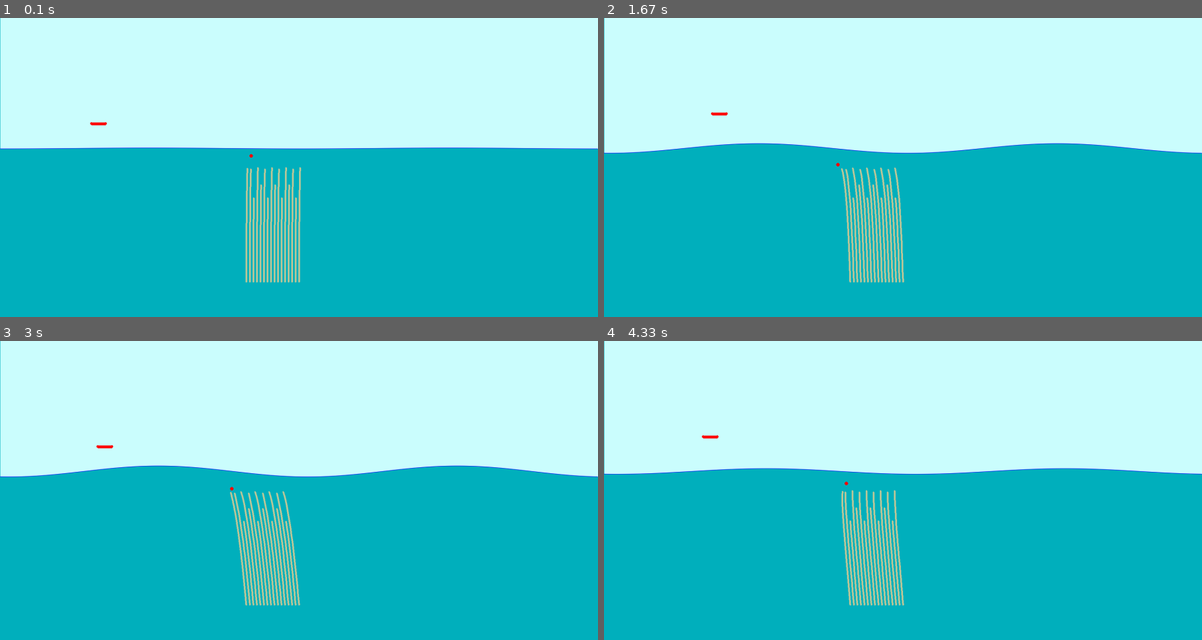
Above: before the commit, frames 1-4 (two rows, left to right).
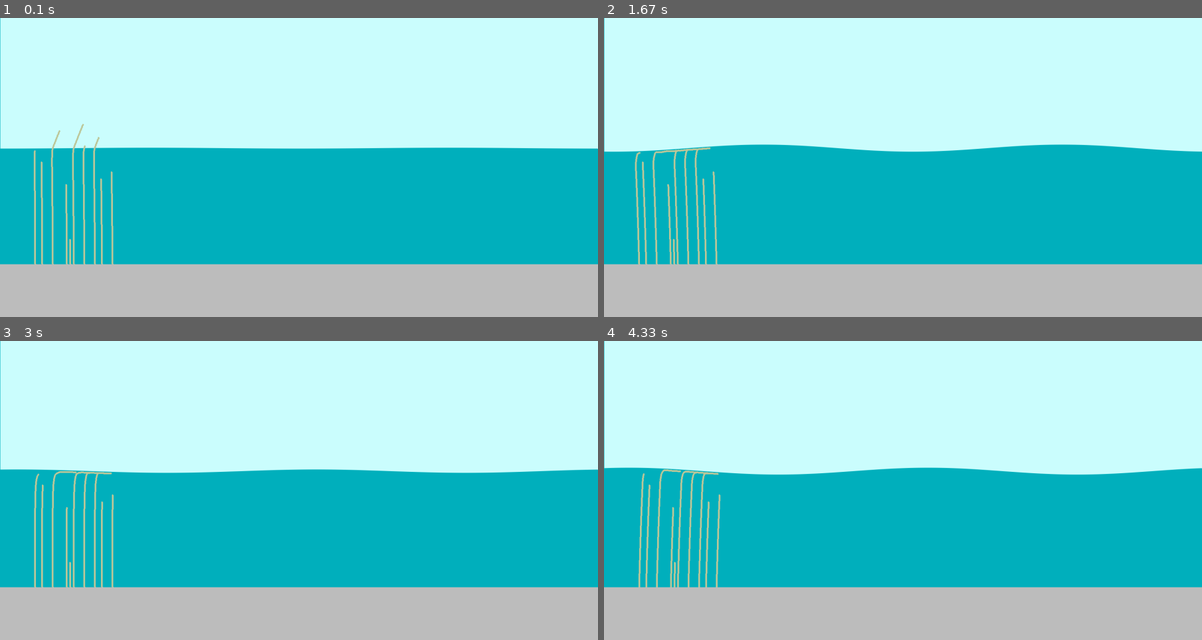
Above: after the commit, the same moments.

Repository: ggalisky/Kelp_sim
Game: pygame game, started from pygame_copy/kelp_sim/kelp_main.py
The game is run twice, just before and just after one commit, with the same random seed, the same clock (stepped at 60 frames per second) and the same inputs.
Inputs:
- Up to frame 1 (0.1 s): no input
- Up to frame 2 (1.67 s): hold Right 0.33-0.8 s; hold Up 0.83-1.3 s; hold Right from 1.33 s (still down)
- Up to frame 3 (3 s): release Right at 1.8 s; hold Left 1.83-2.37 s; hold Down 2.4-2.87 s; hold Left from 2.9 s (still down)
- Up to frame 4 (4.33 s): release Left at 3.37 s; hold Up 3.4-3.87 s; hold Right from 3.9 s (still down)

The runs differ from the first frame. In frame 1, 21% of the frame differs, in the area x 0-100%, y 34-100%; in frame 2, 21%; in frame 3, 23%; in frame 4, 22%.

Commit message:
got kelp surface interactions working properly, refactored some code

Diff:
--- a/pygame_copy/kelp_sim/kelp_main.py
+++ b/pygame_copy/kelp_sim/kelp_main.py
@@ -3,32 +3,34 @@
 
 from segment import kelp
 from segment import kelp_segment
-
-#from kelp.py import kelp
+from segment import kelp_forest
 
 sky_blue = (204,255,255)
+monastery_blue = (0,177,190)
+white = (255,255,255)
+
+clock = pygame.time.Clock()
 
 def clear_screen(surface):
-    blue_ = (0,177,190)
-    white = (255,255,255)
-    surface.fill(blue_) #fills window with white
+
+    surface.fill(monastery_blue)
 
 def draw_sine_wave(surface, offset, frequency, amplitude,overallY):
 
+    coords = []
 
     no_pts = surface.get_width()
-    saved_yval = 0
+
     for i in range(no_pts):
         x = (i/no_pts * 2 * math.pi) - offset
         y = (amplitude * math.cos(x * frequency)) + overallY
-        if (i == no_pts*(.5)):
-            saved_yval = y
         if i > 0:
-            pygame.draw.aaline(surface, "blue",  prev_pt, (i, y))
+            pygame.draw.aaline(surface, monastery_blue,  prev_pt, (i, y))
             pygame.draw.line(surface,sky_blue,(i,y),(i,0))
         prev_pt = (i, y)
+        coords.append(y)
 
-    return saved_yval
+    return coords
 
 def main():
     screen_dim_x = 1700 #<--X--->
@@ -38,54 +40,47 @@
     screen.fill((255, 255, 255)) #fills window with white
     s = pygame.Surface(screen.get_size(), pygame.SRCALPHA, 32)
 
-
     # choose a desired audio format
     pygame.mixer.init(11025)  # raises exception on fail
 
     # load the sound
-    #sound = pygame.mixer.Sound("Kelp Depths.wav")
+    sound = pygame.mixer.Sound("Kelp Depths.wav")
 
     # start playing
     #print("Playing Sound...")
-    #channel = sound.play()
+    #c hannel = sound.play()
 
 
     pygame.display.flip()
 
-    start_x = 700
-    start_y = 750
-    kelp_new_1 = kelp(2,160,[start_x+0,start_y],screen,pygame)
-    kelp_new_2 = kelp(20,15,[start_x+10,start_y],screen,pygame)
-    kelp_new_3 = kelp(17,13,[start_x+20,start_y],screen,pygame)
-    kelp_new_4 = kelp(18,17,[start_x+30,start_y],screen,pygame)
-    kelp_new_5 = kelp(25,10,[start_x+40,start_y],screen,pygame)
-    kelp_new_6 = kelp(20,15,[start_x+50,start_y],screen,pygame)
-    kelp_new_7 = kelp(17,13,[start_x+60,start_y],screen,pygame)
-    kelp_new_8 = kelp(18,17,[start_x+70,start_y],screen,pygame)
-    kelp_new_9 = kelp(25,10,[start_x+80,start_y],screen,pygame)
-    kelp_new_10 = kelp(20,15,[start_x+90,start_y],screen,pygame)
-    kelp_new_11 = kelp(17,13,[start_x+100,start_y],screen,pygame)
-    kelp_new_12 = kelp(18,17,[start_x+110,start_y],screen,pygame)
-    kelp_new_13 = kelp(25,10,[start_x+120,start_y],screen,pygame)
-    kelp_new_14 = kelp(20,15,[start_x+130,start_y],screen,pygame)
-    kelp_new_15 = kelp(17,13,[start_x+140,start_y],screen,pygame)
-    kelp_new_16 = kelp(18,17,[start_x+150,start_y],screen,pygame)
 
-
-    kelp_group =  [
-        kelp_new_1,
-        kelp_new_2,
-        kelp_new_3,
-        kelp_new_4,
+    locations = [
+        (100,700),
+        (120,700),
+        (150,700),
+        (190,700),
+        (200,700),
+        (210,700),
+        (240,700),
+        (270,700),
+        (290,700),
+        (320,700)
     ]
 
+    lengths = [
+        160,
+        144,
+        190,
+        112,
+        34,
+        200,
+        167,
+        180,
+        120,
+        130
+    ]
 
-    #kelp_seg_test_pi = kelp_segment((math.pi),40,screen,pygame,None,[300,300],1,1)
-    kelp_seg_test_2pi = kelp_segment((math.pi*2),40,screen,pygame,None,[300,300],1,1)
-    kelp_seg_test_halfpi = kelp_segment((math.pi*.5),40,screen,pygame,None,[300,300],1,1)
-    kelp_seg_test_zero = kelp_segment((0),40,screen,pygame,None,[300,300],1,1)
-    kelp_seg_test_15pi = kelp_segment((math.pi*(1.5)),40,screen,pygame,None,[300,300],1,1)
-    counter = 0
+    forest_A = kelp_forest(locations,lengths,pygame,screen)
 
     offset = 0
     frequency = 2
@@ -97,9 +92,10 @@
 
     counter_amp = 0
     counter_amp_output = 0
+
+    show_targets = False
     try: #game loop
         while True:
-
             keys = pygame.key.get_pressed()
 
             for event in pygame.event.get():
@@ -114,41 +110,14 @@
                                 quit()
                         #if keys[pygame.K_p]:
 
-
-
-
-
             clear_screen(screen)
 
-            #mouse_coords = pygame.mouse.get_pos()
-            value = draw_sine_wave(screen,offset,frequency,16* counter_amp_output,overallY)
-            print("value: ", value)
-            target_y = ((value*2 - 350))
-            target_x = 800 -(value -350) *4
+            value = draw_sine_wave(screen,offset,frequency,11* counter_amp_output,overallY)
+            wave_cords = value
 
-            mouse_coords = [target_x,target_y]
+            #kelp_new_test.render_segments_tracking_wave(wave_cords[kelp_new_test.anchor_coord[0]],counter_amp_output*11,wave_cords)
 
-            pygame.draw.circle(screen,"red",mouse_coords,5)
-
-            #for kelp_strand in kelp_forest:
-            kelp_new_1.render_segments([mouse_coords[0]+0,mouse_coords[1]])
-            kelp_new_2.render_segments([mouse_coords[0]+10,mouse_coords[1]])
-            kelp_new_3.render_segments([mouse_coords[0]+20,mouse_coords[1]])
-            kelp_new_4.render_segments([mouse_coords[0]+30,mouse_coords[1]])
-            kelp_new_5.render_segments([mouse_coords[0]+40,mouse_coords[1]])
-            kelp_new_6.render_segments([mouse_coords[0]+50,mouse_coords[1]])
-            kelp_new_7.render_segments([mouse_coords[0]+60,mouse_coords[1]])
-            kelp_new_8.render_segments([mouse_coords[0]+70,mouse_coords[1]])
-            kelp_new_9.render_segments([mouse_coords[0]+80,mouse_coords[1]])
-            kelp_new_10.render_segments([mouse_coords[0]+90,mouse_coords[1]])
-            kelp_new_11.render_segments([mouse_coords[0]+100,mouse_coords[1]])
-            kelp_new_12.render_segments([mouse_coords[0]+110,mouse_coords[1]])
-            kelp_new_13.render_segments([mouse_coords[0]+120,mouse_coords[1]])
-            kelp_new_14.render_segments([mouse_coords[0]+130,mouse_coords[1]])
-            kelp_new_15.render_segments([mouse_coords[0]+140,mouse_coords[1]])
-            kelp_new_16.render_segments([mouse_coords[0]+150,mouse_coords[1]])
-
-
+            forest_A.render_kelp_forest(counter_amp_output*11,wave_cords,show_targets)
 
             offset +=.0005
 
@@ -163,9 +132,9 @@
                 amplitude-=.1
 
             if keys[pygame.K_e]:
-                overallY+=1
+                overallY+=.1
             elif keys[pygame.K_d]:
-                overallY-=1
+                overallY-=.1
 
             if keys[pygame.K_UP]:
                 lobster_y -=1
@@ -177,20 +146,27 @@
             elif keys[pygame.K_RIGHT]:
                 lobster_x +=1
 
+            if keys[pygame.K_r]:
+                show_targets = True
+            elif keys[pygame.K_t]:
+                show_targets = False
+
             counter_amp +=.01
 
             if counter_amp >= 2*math.pi:
                 counter_amp = 0
 
-            print("freq: ", frequency, " amp: ", amplitude, "overally", overallY)
+            #print("freq: ", frequency, " amp: ", amplitude, "overally", overallY)
 
             counter_amp_output = math.sin(counter_amp)
-            print("counter amp output ", counter_amp_output )
+            #print("counter amp output ", counter_amp_output )
 
-            #kelp_new_B.render_segments(mouse_coords)
-            kelp_seg_test_pi = kelp_segment((math.pi),40,screen,pygame,None,[lobster_x,lobster_y],1,1)
-            kelp_seg_test_pi.draw_segment("red",8)
-            #kelp_seg_test_pi.seg_follow_mouse(mouse_coords)
+            pygame.draw.rect(screen,"grey",pygame.Rect(0, 700, 1700, 1000))
+
+
+
+
+
 
 
 
@@ -198,6 +174,8 @@
 
             pygame.display.flip()
 
+            clock.tick(120)
+
     finally:
         pygame.quit()
 
--- a/pygame_copy/kelp_sim/segment.py
+++ b/pygame_copy/kelp_sim/segment.py
@@ -8,7 +8,7 @@
 ###
 class kelp_segment:
 
-    def __init__(self,start_angle,length, surface, pygameobj,parent=None,start_point=None,  angle_recovery_delay =1,joint_stiffness = 1,angle_overshoot = 0):
+    def __init__(self,start_angle,length, surface, pygameobj,parent=None,start_point=None,  angle_recovery_delay =1,joint_stiffness = 1,angle_overshoot = 0, child = None):
         self.start_point = start_point
 
         self.length = length
@@ -19,13 +19,22 @@
         self.angle_recovery_delay = angle_recovery_delay
         self.joint_stiffness = joint_stiffness
         self.angle_overshoot = angle_overshoot
+        self.target_group = "UP" #can be up or surface
+        self.anchor_segment = True
+        self.parent_anchor_coord = None
+        self.segment_number = 0
+        self.child = child
 
         self.parent = parent
         if parent:
+            self.segment_number = parent.segment_number + 1
+            self.parent_anchor_coord = parent.parent_anchor_coord
+            self.anchor_segment = False
             angle_recovery_reduction_factor = .6
             self.start_point = parent.end_point
             #self.angle_recovery_delay = self.joint_stiffness#(parent.angle_recovery_delay * angle_recovery_reduction_factor )
-            pass
+        else:
+            self.parent_anchor_coord = self.start_point
 
         self.end_point = self.calculate_end_point()
 
@@ -47,9 +56,16 @@
         if self.parent:
             pass
             #print("self.angle = ", self.angle)
+
         self.pg.draw.line(self.surface, color, self.start_point, self.end_point, thickness)
         self.pg.draw.circle(self.surface, color, self.start_point, thickness/2)
         self.pg.draw.circle(self.surface, color, self.end_point, thickness/2)
+
+    def angle_from_dx_dy(self, dx,dy):
+        return math.atan2(dy,dx)
+
+    def render_target_point(self, coords):
+        self.pg.draw.circle(self.surface,"red", coords, 1)
 
     def seg_follow_mouse(self, mouse_coords):
 
@@ -116,6 +132,86 @@
         # update angle of segment
 
 
+
+    def follow_wave(self, wave_y_coord, wave_amplitude, wave_curve_list,show_targets):
+        '''
+        follow wave enables a giant kelp piece to follow a wave in a natural looking way.
+
+        args:
+        wave_y_coord: y coordinate of where the wave curve is
+        wave_amplitude: float value of what the amplitude of the wave current is
+
+        1. figure out if a segment is the anchor segment
+        2. figure out if a
+        '''
+
+        #calculate target point
+
+        final_target_y_offset = -5 #sets how far below the water line kelp will rest
+
+        target_x_sway_coefficient = 1 #sets how far left and right the kelp will sway proportional to the amplitude
+
+        target_x = wave_curve_list.index(wave_y_coord)
+
+        #shift X to the right
+        target_x = target_x + -wave_amplitude * target_x_sway_coefficient
+
+        target_y = wave_curve_list[int(target_x)] #get new y
+
+        #shift start point if applicable
+        if not self.anchor_segment:
+            # we only need to shift the start points if the segment isn't the anchor segment
+            self.start_point[0] = self.parent.end_point[0]
+            self.start_point[1] = self.parent.end_point[1]
+
+        #determine if segment in in group up or surface
+
+        #if a segments starting Y value is with in segment_surface_gap from the surface, it is group surface
+        segment_surface_gap = self.length * 20
+
+        if self.start_point[1] - segment_surface_gap < wave_y_coord:
+            self.target_group = "SURFACE"
+
+        else:
+            self.target_group = "UP"
+
+        # get new angle for up
+        if self.target_group == "UP":
+            target_y -= final_target_y_offset
+            dx = target_x - self.start_point[0]
+            dy = target_y - self.start_point[1]
+
+        elif self.target_group == "SURFACE":
+            #shift X target to the right proportionately to the distance between the curve and the segments start point.
+            # The further it is the smaller the shift. the shift maxes out to the length of the segment so the segments begin to fit the curve
+
+            #get distance from start point to curve when looking directly up
+
+            distance_to_curve = self.start_point[1] - wave_y_coord
+
+            target_x = self.start_point[0] + 1.5*self.length
+            target_y = wave_curve_list[int(target_x)]
+            target_y -= final_target_y_offset
+
+            dx = target_x - self.start_point[0]
+            dy = target_y - self.start_point[1]
+
+
+
+        new_angle = self.angle_from_dx_dy(dx,dy)
+
+        self.goal_angle = new_angle #- self.angle_overshoot
+
+        delta_angle = self.angle - self.goal_angle
+
+        value = self.angle - delta_angle *self.joint_stiffness# (delta_angle * self.angle_recovery_delay)* self.joint_stiffness
+
+        self.angle = value
+
+        self.end_point = self.calculate_end_point()
+
+        if show_targets:
+            self.render_target_point((target_x,target_y))
 
 class kelp:
 
@@ -142,10 +238,6 @@
 
         return segment_length_list
 
-
-
-
-
     def generate_segments(self):
 
         self.segments.append(kelp_segment((-math.pi*.5),
@@ -156,8 +248,41 @@
             self.segments.append(kelp_segment((-math.pi*.5),
             self.segments_lengths[x],self.screen,self.pygame_obj,self.segments[x],None,1,.012))
 
+        for x in range (len(self.segments),0):
+            if not x == 0:
+                segment = self.segments[x]
+                segment.child = self.segments[x-1]
+
     def render_segments(self, mouse_coords):
 
         for segment in self.segments:
             segment.draw_segment(kelp_green_2, 5)
             segment.seg_follow_mouse(mouse_coords)
+
+    def render_segments_tracking_wave(self, wave_y, wave_amp, wave_list,show_targets):
+
+        for segment in self.segments:
+            segment.draw_segment(kelp_green_2, 5)
+            segment.follow_wave(wave_y,wave_amp,wave_list,show_targets)
+
+
+class kelp_forest:
+
+    def __init__(self,locations,lengths,pg,screen):
+        self.locations = locations
+        self.lengths = lengths
+        self.pg = pg
+        self.screen = screen
+        self.segment_length = 2
+        self.kelp_forest = []
+        self.init_kelp_forest()
+
+
+
+    def init_kelp_forest(self):
+        for x in range (0,len(self.locations)):
+            self.kelp_forest.append(kelp(self.segment_length,self.lengths[x],self.locations[x],self.screen,self.pg))
+
+    def render_kelp_forest(self,wave_amp,wave_list,show_targets):
+        for x in self.kelp_forest:
+            x.render_segments_tracking_wave(wave_list[x.anchor_coord[0]],wave_amp,wave_list,show_targets)
Not shown, added: pygame_copy/kelp_sim/Kelp Depths.wav

» Task requirements
Using the records above, restate word for word the lines from the one with "-177,20 +146,27 @@" through the one with "counter_amp +=.01", both included.

» Answer space
@@ -177,20 +146,27 @@
             elif keys[pygame.K_RIGHT]:
                 lobster_x +=1
 
+            if keys[pygame.K_r]:
+                show_targets = True
+            elif keys[pygame.K_t]:
+                show_targets = False
+
             counter_amp +=.01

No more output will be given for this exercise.